Antibiotics for Pelvic Inflammatory Disease (PID)
In each country, there is an accepted treatment protocol for suspected pelvic infection. This is based on local antibiotic sensitivities. The variant that is prevalent in one part of the world may respond to a particular antibiotic but a variant found in another part may be resistant to that antibiotic. It is therefore important for health authorities to keep track of the behaviour of the organisms causing infection in their part of the world.
In the UK, recommended antibiotic regimes are (use one or the other):
v Ofloxacin 400mg twice daily and Metronidazole 400mg twice daily both taken orally for two weeks. Metronidazole can also be taken rectally in the form of suppositories if the patient so prefers.
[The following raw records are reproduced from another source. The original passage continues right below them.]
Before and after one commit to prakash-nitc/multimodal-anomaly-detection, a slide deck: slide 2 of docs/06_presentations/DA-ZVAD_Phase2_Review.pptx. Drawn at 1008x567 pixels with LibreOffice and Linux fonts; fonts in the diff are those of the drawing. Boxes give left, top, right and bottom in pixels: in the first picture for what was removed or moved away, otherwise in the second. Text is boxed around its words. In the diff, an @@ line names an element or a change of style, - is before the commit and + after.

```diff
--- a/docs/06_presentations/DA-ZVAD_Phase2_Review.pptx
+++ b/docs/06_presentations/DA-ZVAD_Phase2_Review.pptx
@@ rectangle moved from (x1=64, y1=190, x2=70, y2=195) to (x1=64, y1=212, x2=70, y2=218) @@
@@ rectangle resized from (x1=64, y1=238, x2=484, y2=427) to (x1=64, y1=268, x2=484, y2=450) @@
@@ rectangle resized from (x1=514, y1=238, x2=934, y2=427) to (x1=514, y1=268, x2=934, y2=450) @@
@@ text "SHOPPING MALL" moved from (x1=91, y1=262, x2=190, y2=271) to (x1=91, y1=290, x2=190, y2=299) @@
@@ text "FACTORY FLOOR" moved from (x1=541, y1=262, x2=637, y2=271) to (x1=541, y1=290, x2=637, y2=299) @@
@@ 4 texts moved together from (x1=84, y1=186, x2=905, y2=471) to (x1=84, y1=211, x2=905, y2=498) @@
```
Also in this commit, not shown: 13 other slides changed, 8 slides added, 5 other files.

v Ceftriaxone 250mg single intramuscular injection followed by a two week course of both Doxycycline 100mg once daily and Metronidazole 400mg twice daily.
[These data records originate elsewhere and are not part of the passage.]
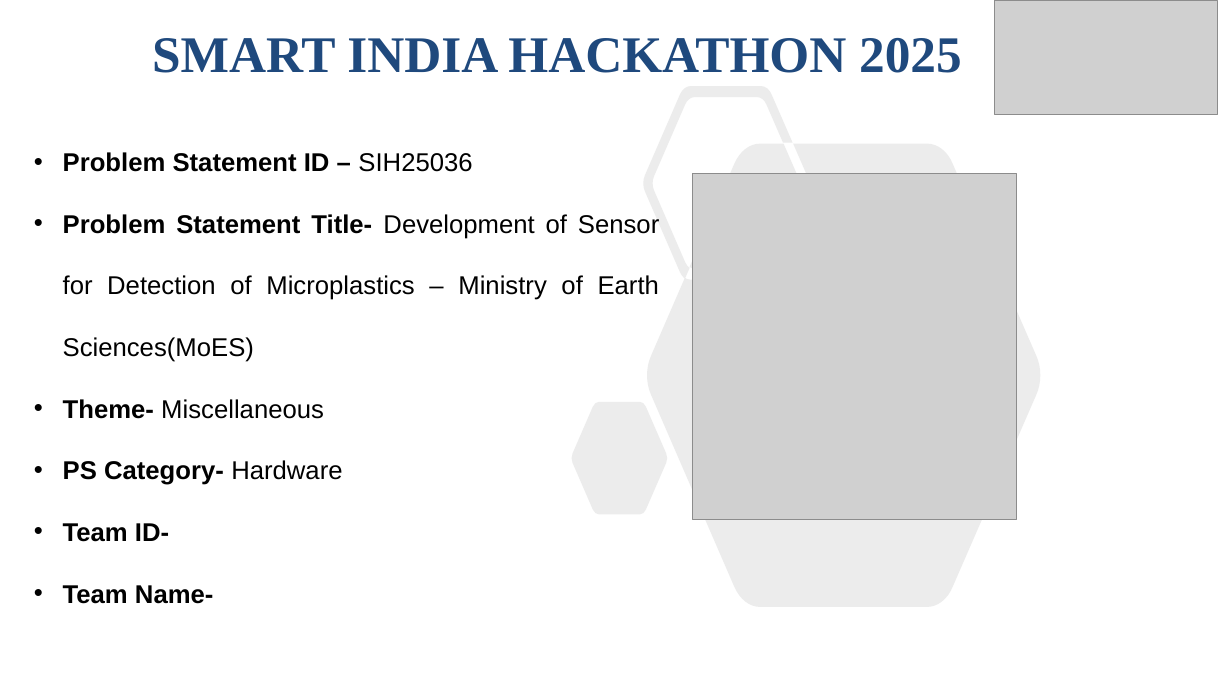
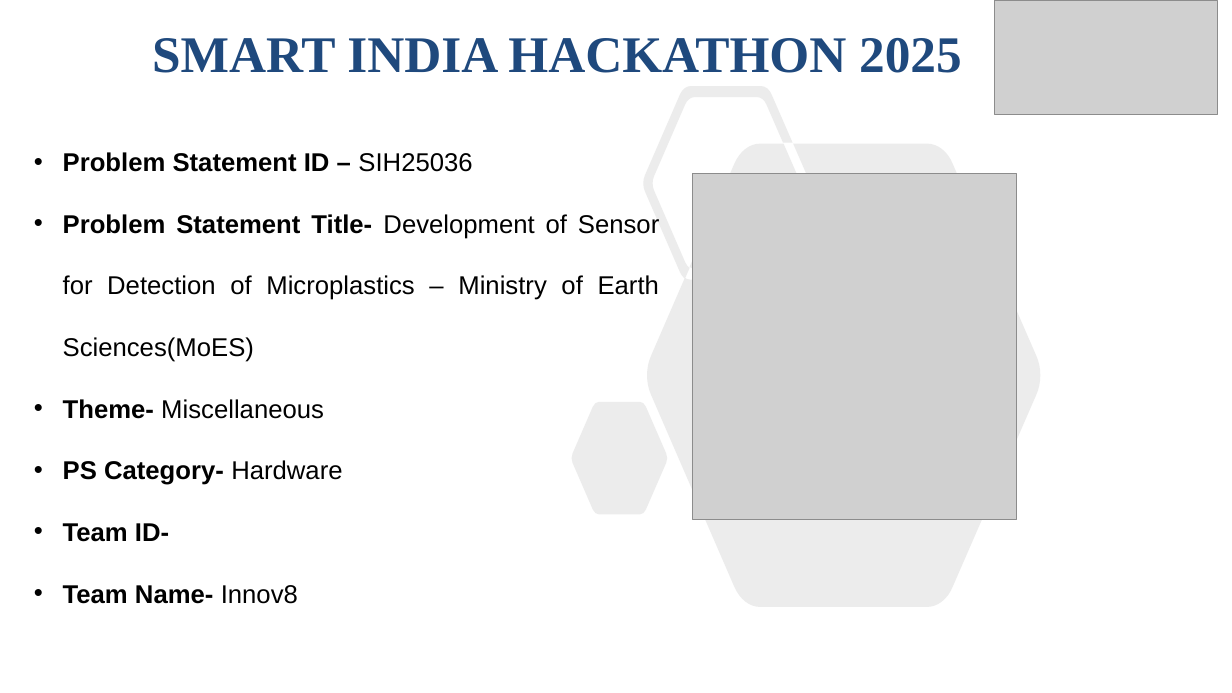
Before and after one commit to sanjaykn8/SIH25, a slide deck: slide 1 of Detector.pptx. Drawn at 1232x693 pixels with LibreOffice and Linux fonts; fonts in the diff are those of the drawing; grey boxes stand for pictures. Boxes give left, top, right and bottom in pixels: in the first picture for what was removed or moved away, otherwise in the second. Text is boxed around its words. In the diff, an @@ line names an element or a change of style, - is before the commit and + after.

```diff
--- a/Detector.pptx
+++ b/Detector.pptx
@@ text at bbox=[63, 585, 298, 604]: text changed @@
-• Team Name-
+• Team Name- Innov8
```
Also in this commit, not shown: 6 other slides changed.

These regimes consisting of strong and broad spectrum antibiotics are meant to cover most of the potential causes of pelvic infection including gonorrhoea, Chlamydia and anaerobic bacteria. These regimens remain effective even for those women with concurrent HIV infection.
When the disease is clinically severe, the patient should be admitted and treatment given on an inpatient basis. This may also be necessary if surgical intervention is likely to be required such as in a case of a pelvic abscess.
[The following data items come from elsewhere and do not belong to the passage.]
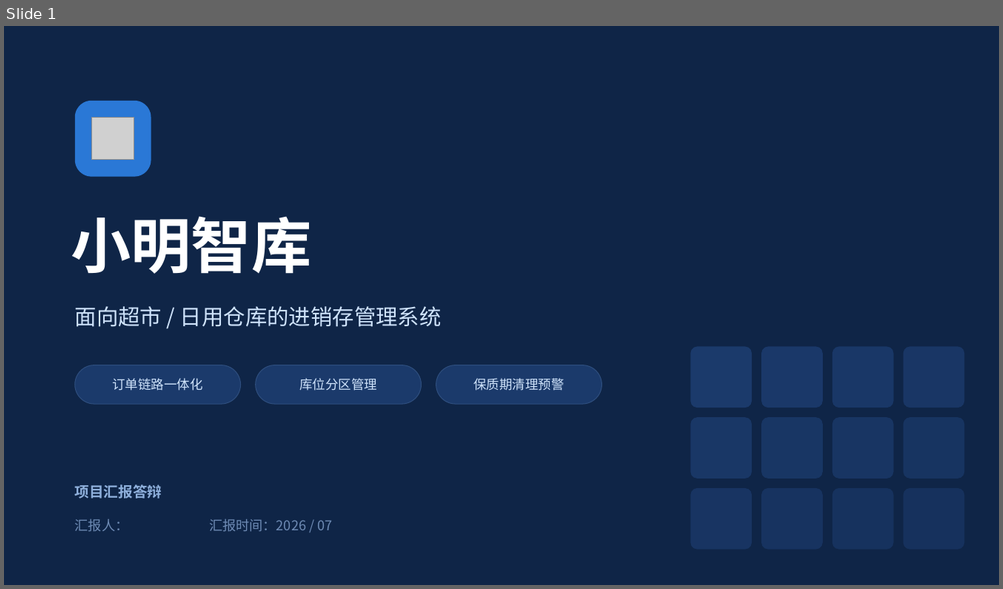
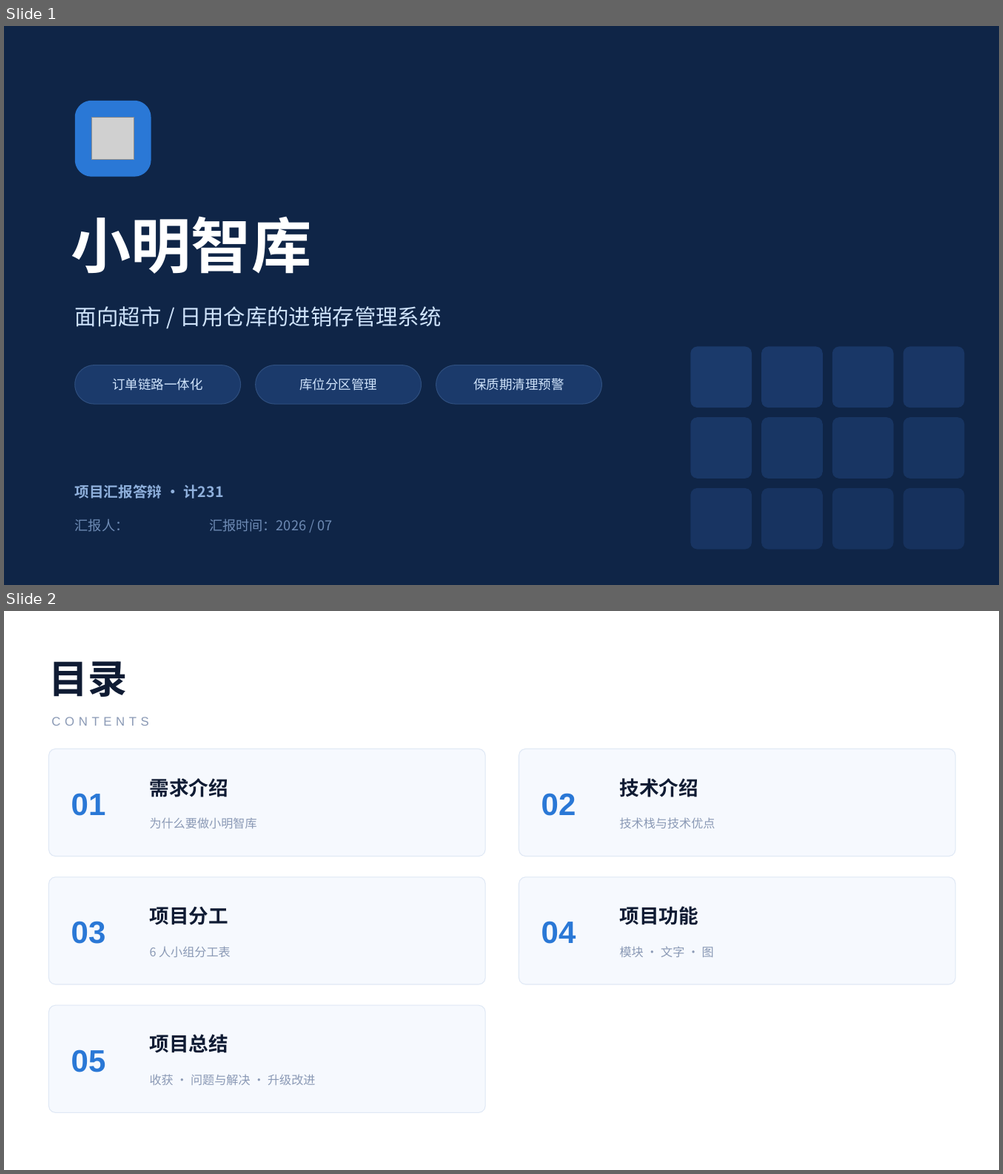
Before and after one commit to bal483836-ctrl/Warehouse_MS, a slide deck: 小明智库-答辩汇报.pptx. Shown one above the other, each under a label of ours: slide 1 before the commit, slides 1 and 2 after it. The pictures are 1003x589 and 1003x1174 pixels, drawn with LibreOffice and Linux fonts; fonts in the diff are those of the drawing; grey boxes stand for pictures. Boxes give left, top, right and bottom in pixels: in the first picture for what was removed or moved away, otherwise in the second. Text is boxed around its words. In the diff, an @@ line names an element or a change of style, - is before the commit and + after.

```diff
--- a/小明智库-答辩汇报.pptx
+++ b/小明智库-答辩汇报.pptx
@@ slide 2 added at [4,611,999,1170], background #FFFFFF @@
@@ text added at [48,661,127,697], 38 pt, text #0F1B33, bold @@
+目录
@@ text added at [51,717,148,726], 12 pt, text #8A99B5 @@
+CONTENTS
@@ rounded rectangle added at [48,749,485,857], fill #F6F9FE, outline #DFE8F5 0.75 pt @@
@@ rounded rectangle added at [519,749,956,857], fill #F6F9FE, outline #DFE8F5 0.75 pt @@
@@ text added at [150,778,228,797], 19 pt, text #0F1B33, bold @@
+需求介绍
@@ text added at [620,778,698,797], 19 pt, text #0F1B33, bold @@
+技术介绍
@@ text added at [71,793,106,816], 30 pt, text #2A78D6, bold @@
+01
@@ text added at [541,793,576,816], 30 pt, text #2A78D6, bold @@
+02
@@ text added at [150,817,257,829], 11.5 pt, text #8A99B5 @@
+为什么要做小明智库
@@ text added at [620,817,715,829], 11.5 pt, text #8A99B5 @@
+技术栈与技术优点
@@ rounded rectangle added at [48,877,485,985], fill #F6F9FE, outline #DFE8F5 0.75 pt @@
@@ rounded rectangle added at [519,877,956,985], fill #F6F9FE, outline #DFE8F5 0.75 pt @@
@@ text added at [71,921,106,944], 30 pt, text #2A78D6, bold @@
+03
@@ text added at [150,907,228,925], 19 pt, text #0F1B33, bold @@
+项目分工
@@ text added at [541,921,576,944], 30 pt, text #2A78D6, bold @@
+04
@@ text added at [620,906,698,925], 19 pt, text #0F1B33, bold @@
+项目功能
@@ text added at [150,946,230,957], 11.5 pt, text #8A99B5 @@
+6 人小组分工表
@@ text added at [620,946,714,957], 11.5 pt, text #8A99B5 @@
+模块 · 文字 · 图
@@ rounded rectangle added at [48,1005,485,1113], fill #F6F9FE, outline #DFE8F5 0.75 pt @@
@@ text added at [71,1050,106,1073], 30 pt, text #2A78D6, bold @@
+05
@@ text added at [150,1034,228,1054], 19 pt, text #0F1B33, bold @@
+项目总结
@@ text added at [150,1074,315,1085], 11.5 pt, text #8A99B5 @@
+收获 · 问题与解决 · 升级改进
@@ slide 1 changed as well @@
@@ text at [75,485,223,499]: text changed @@
-项目汇报答辩
+项目汇报答辩 · 计231
```
Also in this commit, not shown: 13 other slides changed, 2 other slides added, 3 slides removed.

If it becomes necessary to treat as an inpatient, the antibiotic regimen will normally be adjusted slightly like this:
v Ceftriaxone 2 grams administered intravenously once daily plus the 14 day course of Doxycycline and Metronidazole described above. The intravenous Ceftriaxone course is stopped once there is clinical improvement.
v Clindamycin 900mg administered intravenously three times daily plus intravenous Gentamicin (dose calculated on the basis of the patient’s body weight). Once the clinical picture improves, these are substituted with oral Clindamycin 450 mg four times daily to complete a 14 day course
v A 14 day course of intravenous Ofloxacin (400mg twice daily) and Metronidazole (500 mg three times daily). This is usually adopted for those patients unable to tolerate oral medication.
It is important to have a repeat test 4 – 6 weeks after completing the course of treatment to ensure the infection has cleared.